▶ **ABOUT THIS TASK**
Reprint all records below exactly. No images.

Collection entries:
───

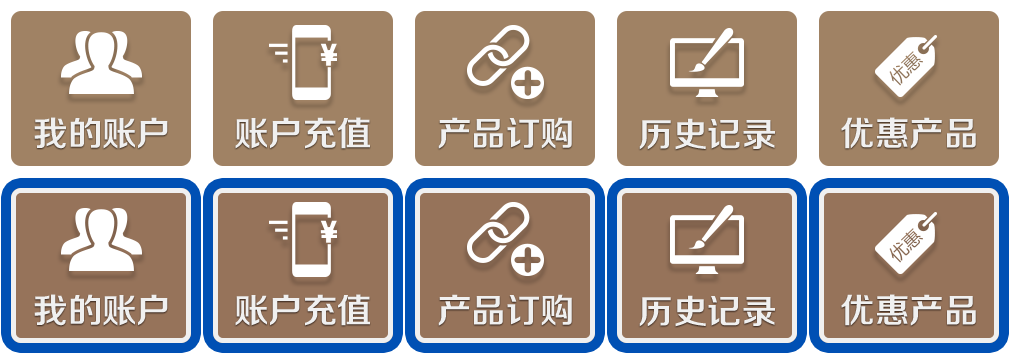
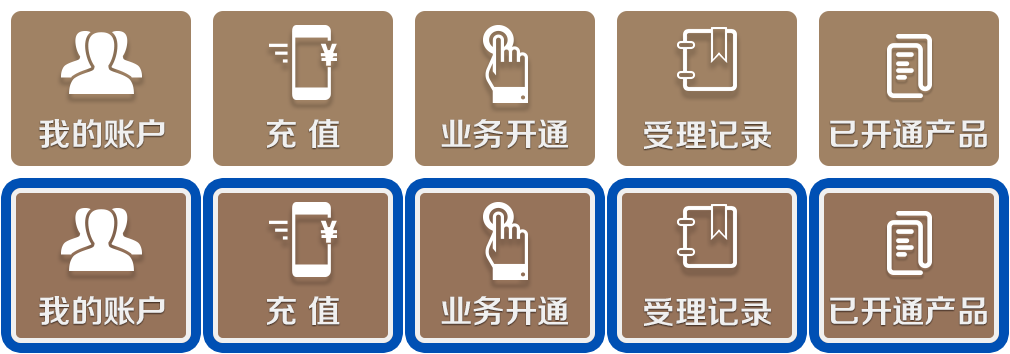
Two versions of the same layered image (1010×354). Layer-by-layer changes:
renamed "图层 8" to "图层 7", moved it above "图层 8", painted on it over <box>33,202,776,328</box>
renamed "图层 9" to "图层 8", moved it above "图层 9", painted on it over <box>234,25,988,328</box>
renamed "图层 10" to "图层 9", painted on it over <box>437,202,988,328</box>
added layer "图层 10" above "图层 2" over <box>638,204,776,328</box>
renamed "图层 3" to "图层 2", moved it above "图层 3", painted on it over <box>234,25,988,328</box>
renamed "图层 4" to "图层 3", moved it above "图层 4", painted on it over <box>33,117,371,328</box>
renamed "图层 5" to "图层 4", moved it above "图层 5", painted on it over <box>234,25,573,151</box>
renamed "图层 6" to "图层 5", moved it above "图层 6", painted on it over <box>437,25,573,328</box>
renamed "图层 7" to "图层 6", painted on it over <box>638,27,776,151</box>
renamed "图层 2" to "图层 1", painted on it over <box>33,25,988,151</box>
renamed "图层 1" to "图层 0", hid it, painted on it over <box>33,25,988,328</box>

───

▶ **RESPONSE TO THE EXERCISE**
Two versions of the same layered image (1010×354). Layer-by-layer changes:
renamed "图层 8" to "图层 7", moved it above "图层 8", painted on it over <box>33,202,776,328</box>
renamed "图层 9" to "图层 8", moved it above "图层 9", painted on it over <box>234,25,988,328</box>
renamed "图层 10" to "图层 9", painted on it over <box>437,202,988,328</box>
added layer "图层 10" above "图层 2" over <box>638,204,776,328</box>
renamed "图层 3" to "图层 2", moved it above "图层 3", painted on it over <box>234,25,988,328</box>
renamed "图层 4" to "图层 3", moved it above "图层 4", painted on it over <box>33,117,371,328</box>
renamed "图层 5" to "图层 4", moved it above "图层 5", painted on it over <box>234,25,573,151</box>
renamed "图层 6" to "图层 5", moved it above "图层 6", painted on it over <box>437,25,573,328</box>
renamed "图层 7" to "图层 6", painted on it over <box>638,27,776,151</box>
renamed "图层 2" to "图层 1", painted on it over <box>33,25,988,151</box>
renamed "图层 1" to "图层 0", hid it, painted on it over <box>33,25,988,328</box>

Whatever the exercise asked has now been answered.